Rule 20A Utility Undergrounding Program – Administrative Requirements and ActionsContributor: Swinerton Blogger | April 14, 2017 | Image Gallery »
In 1967, the California Public Utility Commission (CPUC) established tariff rules to what is now commonly referred to as the Rule 20A Utility Undergrounding Program. This statewide program was created to eliminate the concentration of overhead electric and telecommunication lines and wooden utility poles along major arterial streets, public areas of scenic value, and the downtown or civic center core.
Rule 20A allows cities and counties to receive an annual allocation of monetary credits that are allowed to accumulate for the eventual expenditure and benefit of undergrounding unattractive overhead wires in their community. The program is financed by the rate payers under the Public Purpose Program.
When a city’s Rule 20A balance is adequate enough to finance the cost of a utility undergrounding project and the City Council elects to create a capital improvement project, the citywide priorities for utility undergrounding through the Rule 20A program should be based on a regular review and update of a long term master plan.
When a city elects to move forward with the planning, design, and construction of a Rule 20A project, the total projected cost of eligible soft and hard costs will eventually be deducted from an agency’s Rule 20A balance. One of the beneficial features of the Rule 20A program is that it allows an agency to obtain an advance, up to five years, from their annual allocation and to acquire additional Rule 20A funds from another agency.

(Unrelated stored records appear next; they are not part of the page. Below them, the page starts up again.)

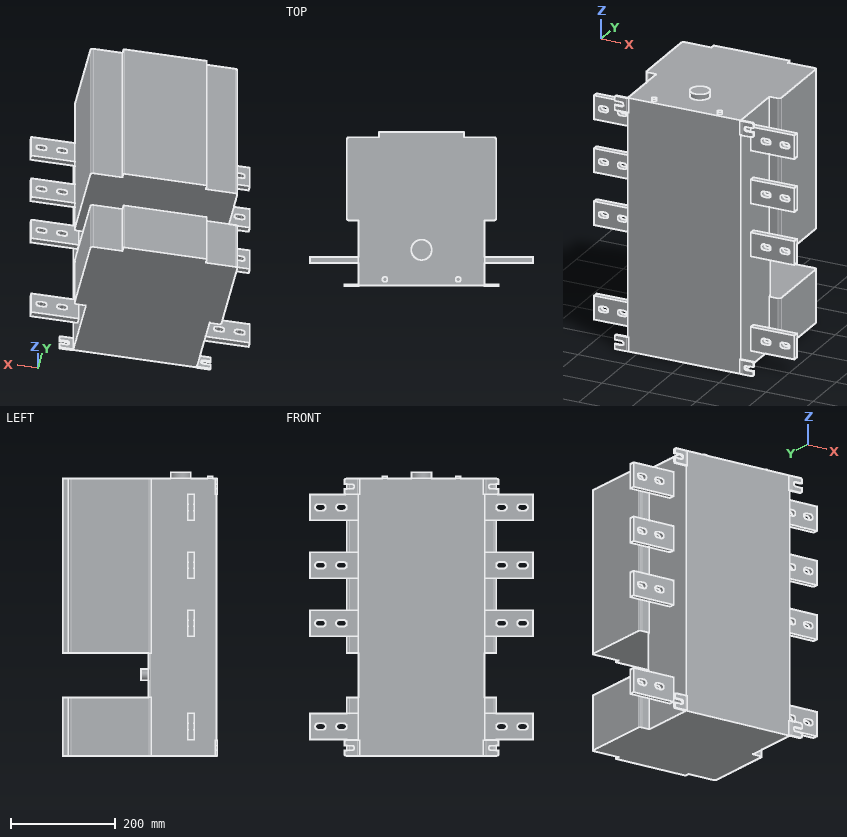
import cadquery as cq


housing_height = 530.0
body_half_width = 120.0
body_back_y = 130.0
wing_half_width = 143.0
ridge_half_width = 81.0
wing_front_y = 124.0
ridge_back_y = 293.5
ridge_height = 10.5
wing_back_y = ridge_back_y - ridge_height
wing_edge_radius = 5.0
ridge_edge_radius = 1.5
body_edge_radius = 4.0

opening_bottom_z = 112.0
opening_top_z = 196.5

bar_tip_x = 213.0
bar_thickness = 12.0
bar_height = 50.0
bar_centre_y = 49.0
bar_pitch = 110.5
top_bar_z = 474.5
bottom_bar_z = 56.5
bar_levels = [bottom_bar_z] + [top_bar_z - i * bar_pitch for i in range(3)]
slot_length = 20.0
slot_width = 12.0
slot_end_distance = 20.0
slot_pitch = 40.0

foot_bend_start_x = 123.0
foot_bend_radius = 8.0
foot_outer_x = 147.5
foot_height = 30.0
foot_thickness = 4.0
foot_protrusion = 1.5
foot_corner_radius = 3.0
foot_end_gap = 0.5
foot_slot_width = 9.0
foot_slot_depth = 19.0

knob_diameter = 39.0
knob_y = 68.0
knob_height = 12.0
pin_diameter = 10.0
pin_height = 4.5
pin_x = 70.0
pin_y = 12.0
button_diameter = 22.0
button_height = 14.0
button_z = 155.5


def box(x_range, y_range, z_range):
    """Axis-aligned box between the given limits."""
    size = [limits[1] - limits[0] for limits in (x_range, y_range, z_range)]
    corner = (x_range[0], y_range[0], z_range[0])
    return cq.Workplane("XY").box(*size, centered=False).translate(corner)


def make_body():
    """Plain front block, rounded along its two rear upright edges."""
    block = box((-body_half_width, body_half_width), (0, body_back_y), (0, housing_height))
    return block.edges("|Z and >Y").fillet(body_edge_radius)


def make_cover(bottom_z, top_z):
    """Wide rear cover with a raised ridge down its back and rounded upright edges."""
    wings = box((-wing_half_width, wing_half_width), (wing_front_y, wing_back_y), (bottom_z, top_z))
    ridge = box((-ridge_half_width, ridge_half_width), (wing_front_y, ridge_back_y), (bottom_z, top_z))
    wings = wings.edges("|Z").fillet(wing_edge_radius)
    ridge = ridge.edges("|Z and >Y").fillet(ridge_edge_radius)
    return wings.union(ridge)


def make_bar(level):
    """Flat terminal bar through the housing, with two slots at each end."""
    outer_slot_x = bar_tip_x - slot_end_distance
    inner_slot_x = outer_slot_x - slot_pitch
    slot_positions = [(sign * x, 0) for sign in (-1, 1) for x in (inner_slot_x, outer_slot_x)]
    return (
        cq.Workplane("XZ", origin=(0, bar_centre_y, level))
        .rect(2 * bar_tip_x, bar_height)
        .extrude(bar_thickness / 2, both=True)
        .pushPoints(slot_positions)
        .slot2D(slot_length, slot_width)
        .cutThruAll()
    )


def make_foot(bottom_z):
    """Right-hand mounting tab, bent into the housing, with a round-bottomed slot open at its outer end."""
    back_y = foot_thickness - foot_protrusion
    bend_end = (foot_bend_start_x - foot_bend_radius, foot_bend_radius - foot_protrusion)
    tab = (
        cq.Workplane("XY", origin=(0, 0, bottom_z))
        .moveTo(foot_bend_start_x, -foot_protrusion)
        .lineTo(foot_outer_x, -foot_protrusion)
        .lineTo(foot_outer_x, back_y)
        .lineTo(body_half_width, back_y)
        .lineTo(body_half_width, bend_end[1])
        .lineTo(*bend_end)
        .radiusArc((foot_bend_start_x, -foot_protrusion), -foot_bend_radius)
        .close()
        .extrude(foot_height)
    )
    tab = tab.edges("|Y and >X").fillet(foot_corner_radius)
    slot = (
        cq.Workplane("XZ", origin=(foot_outer_x, back_y, bottom_z + foot_height / 2))
        .slot2D(2 * foot_slot_depth, foot_slot_width)
        .extrude(foot_thickness)
    )
    return tab.cut(slot)


def make_bosses():
    """Knob and two pins on the top face, and a button on the floor of the opening."""
    top = cq.Workplane("XY", origin=(0, 0, housing_height))
    knob = top.center(0, knob_y).circle(knob_diameter / 2).extrude(knob_height)
    pins = top.pushPoints([(-pin_x, pin_y), (pin_x, pin_y)]).circle(pin_diameter / 2).extrude(pin_height)
    button = (
        cq.Workplane("XZ", origin=(0, body_back_y, button_z))
        .circle(button_diameter / 2)
        .extrude(-button_height)
    )
    return [knob, pins, button]


result = make_body()
for bottom_z, top_z in ((0, opening_bottom_z), (opening_top_z, housing_height)):
    result = result.union(make_cover(bottom_z, top_z))
for level in bar_levels:
    result = result.union(make_bar(level))
for bottom_z in (foot_end_gap, housing_height - foot_end_gap - foot_height):
    foot = make_foot(bottom_z)
    result = result.union(foot).union(foot.mirror("YZ"))
for boss in make_bosses():
    result = result.union(boss)

The provision to utilize future allocations allows a high priority project to strategically move forward into construction where present worth dollars will provide more value than deferring for a future and costlier construction project. Additionally, with the heavy volume of private development construction activities in the Bay Area, another consideration is the possibility of combining Rule 20A funds with a private development’s requirement to underground overhead lines within their development project through the use of the Rule 20B program.
Prior to starting a Rule 20A project, consult with your local PG&E Rule 20A liaison officer and request a copy of their guidelines “What Your Community Should Know About Rule 20A-The Conversion of Overhead Facilities to Underground Facilities”.
The following before and after utility undergrounding photos show the significant visual impact a Rule 20A project can have on a community.
Once a decision is made to move forward with the utility undergrounding, agency staff should be closely communicating and coordinating with individual utility companies on establishing the boundary limits for the underground utility district (UUD). The final UUD map should attain joint agreement by all parties (primarily PG&E, AT&T, Comcast, and the public agency) as well as gain common agreement on finalizing the design and construction lead roles, committing Rule 20A funds for 100 feet of the service trench cost, signing off on a service conversion agreement, and defining pole down dates. These items are essential informational requirements for the proper preparation of a formal city council or county board resolution.
It takes five to ten years from planning to the physical removal of utility poles and overhead wires, it is extremely important for a public agency to maintain a Rule 20A priority list of arterial streets with heavy concentration of overhead wires eligible for Rule 20A undergrounding. The priority list should be reviewed by the Council or Board every five years or prior to the establishment of an undergrounding district and updated to confirm the priority list is consistent with an agency’s most current General Plan goals.